____ DATASET
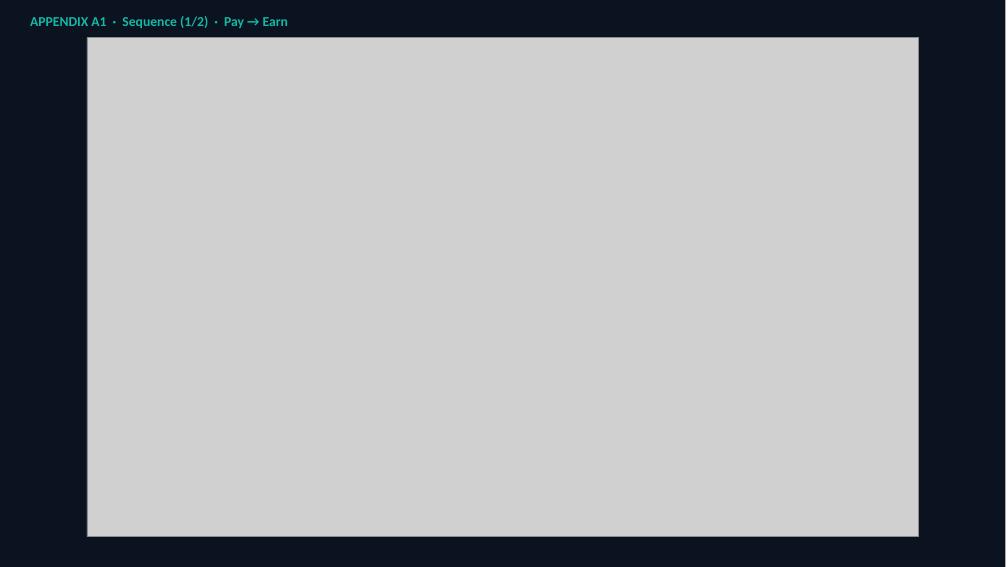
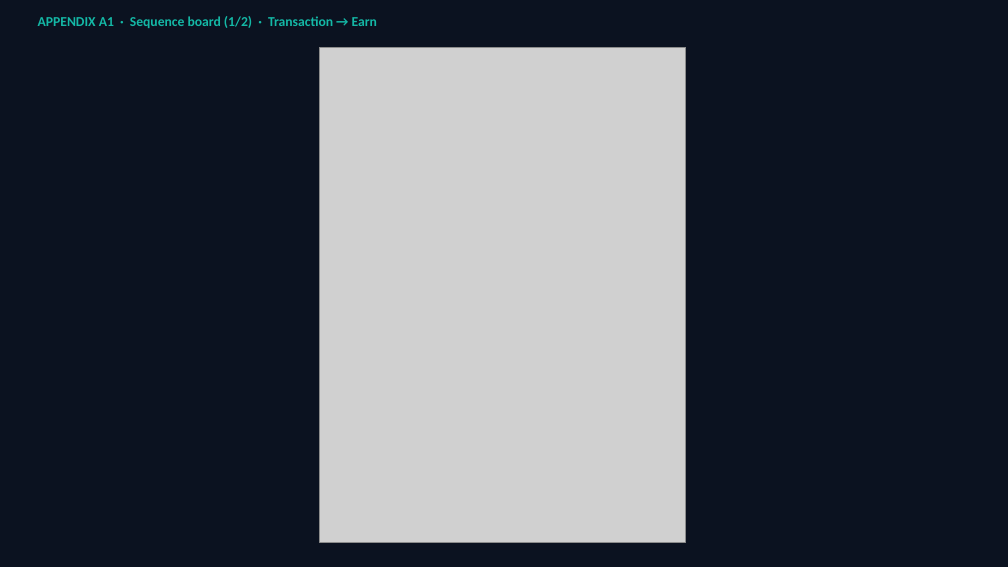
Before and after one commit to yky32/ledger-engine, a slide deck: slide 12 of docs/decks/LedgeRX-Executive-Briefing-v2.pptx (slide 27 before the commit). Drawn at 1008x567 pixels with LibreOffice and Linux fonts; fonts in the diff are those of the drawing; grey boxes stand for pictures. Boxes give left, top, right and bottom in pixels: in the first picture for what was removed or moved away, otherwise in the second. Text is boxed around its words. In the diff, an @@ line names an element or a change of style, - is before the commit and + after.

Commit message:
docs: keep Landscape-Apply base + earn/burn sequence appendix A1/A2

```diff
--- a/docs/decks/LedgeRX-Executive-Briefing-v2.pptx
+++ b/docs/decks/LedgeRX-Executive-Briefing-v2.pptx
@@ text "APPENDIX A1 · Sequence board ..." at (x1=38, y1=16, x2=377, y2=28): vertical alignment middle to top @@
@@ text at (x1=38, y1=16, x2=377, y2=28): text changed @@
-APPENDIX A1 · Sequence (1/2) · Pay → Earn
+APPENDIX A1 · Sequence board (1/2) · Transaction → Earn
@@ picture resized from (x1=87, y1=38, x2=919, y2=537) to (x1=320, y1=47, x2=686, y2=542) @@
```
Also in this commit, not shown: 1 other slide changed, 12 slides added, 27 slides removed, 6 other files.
________
____ DATASET
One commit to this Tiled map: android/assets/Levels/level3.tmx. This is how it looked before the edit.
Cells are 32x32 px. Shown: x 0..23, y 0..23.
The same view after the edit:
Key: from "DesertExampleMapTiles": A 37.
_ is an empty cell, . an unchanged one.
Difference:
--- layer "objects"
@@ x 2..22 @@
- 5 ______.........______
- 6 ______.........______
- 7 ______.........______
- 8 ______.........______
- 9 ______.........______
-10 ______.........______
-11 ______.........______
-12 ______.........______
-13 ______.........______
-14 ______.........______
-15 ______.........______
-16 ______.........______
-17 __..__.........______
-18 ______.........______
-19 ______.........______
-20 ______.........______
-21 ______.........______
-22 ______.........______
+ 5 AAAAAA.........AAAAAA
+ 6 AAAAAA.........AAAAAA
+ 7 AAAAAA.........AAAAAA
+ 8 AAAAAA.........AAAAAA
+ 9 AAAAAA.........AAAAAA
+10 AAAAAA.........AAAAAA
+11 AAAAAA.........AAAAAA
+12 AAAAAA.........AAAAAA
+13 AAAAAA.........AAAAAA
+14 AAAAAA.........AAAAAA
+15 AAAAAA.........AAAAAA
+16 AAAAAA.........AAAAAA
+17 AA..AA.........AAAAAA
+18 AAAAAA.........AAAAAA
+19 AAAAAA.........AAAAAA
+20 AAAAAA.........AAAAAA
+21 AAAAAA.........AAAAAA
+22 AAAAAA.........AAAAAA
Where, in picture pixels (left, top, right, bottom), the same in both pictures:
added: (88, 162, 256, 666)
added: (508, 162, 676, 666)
________
____ DATASET
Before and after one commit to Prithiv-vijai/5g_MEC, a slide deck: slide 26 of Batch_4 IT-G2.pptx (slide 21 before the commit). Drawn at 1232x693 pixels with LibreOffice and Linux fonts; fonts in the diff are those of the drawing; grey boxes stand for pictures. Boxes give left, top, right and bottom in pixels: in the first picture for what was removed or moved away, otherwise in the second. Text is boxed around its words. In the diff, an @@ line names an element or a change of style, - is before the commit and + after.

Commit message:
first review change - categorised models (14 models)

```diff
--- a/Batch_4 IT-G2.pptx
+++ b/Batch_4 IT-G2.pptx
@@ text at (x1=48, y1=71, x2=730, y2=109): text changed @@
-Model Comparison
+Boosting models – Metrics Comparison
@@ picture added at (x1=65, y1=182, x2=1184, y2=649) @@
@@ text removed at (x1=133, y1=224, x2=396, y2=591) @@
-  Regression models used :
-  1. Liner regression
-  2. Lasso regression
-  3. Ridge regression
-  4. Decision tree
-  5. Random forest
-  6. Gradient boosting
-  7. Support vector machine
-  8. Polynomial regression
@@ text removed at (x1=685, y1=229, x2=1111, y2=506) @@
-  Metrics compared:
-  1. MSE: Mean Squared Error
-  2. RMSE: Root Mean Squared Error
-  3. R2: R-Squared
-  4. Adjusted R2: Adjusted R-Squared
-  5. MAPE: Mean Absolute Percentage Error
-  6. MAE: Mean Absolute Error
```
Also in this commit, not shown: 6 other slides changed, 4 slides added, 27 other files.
________
Whenever a line in the records contains the word "Metrics", copy that line.

SOLUTION -
+Boosting models – Metrics Comparison
-  Metrics compared:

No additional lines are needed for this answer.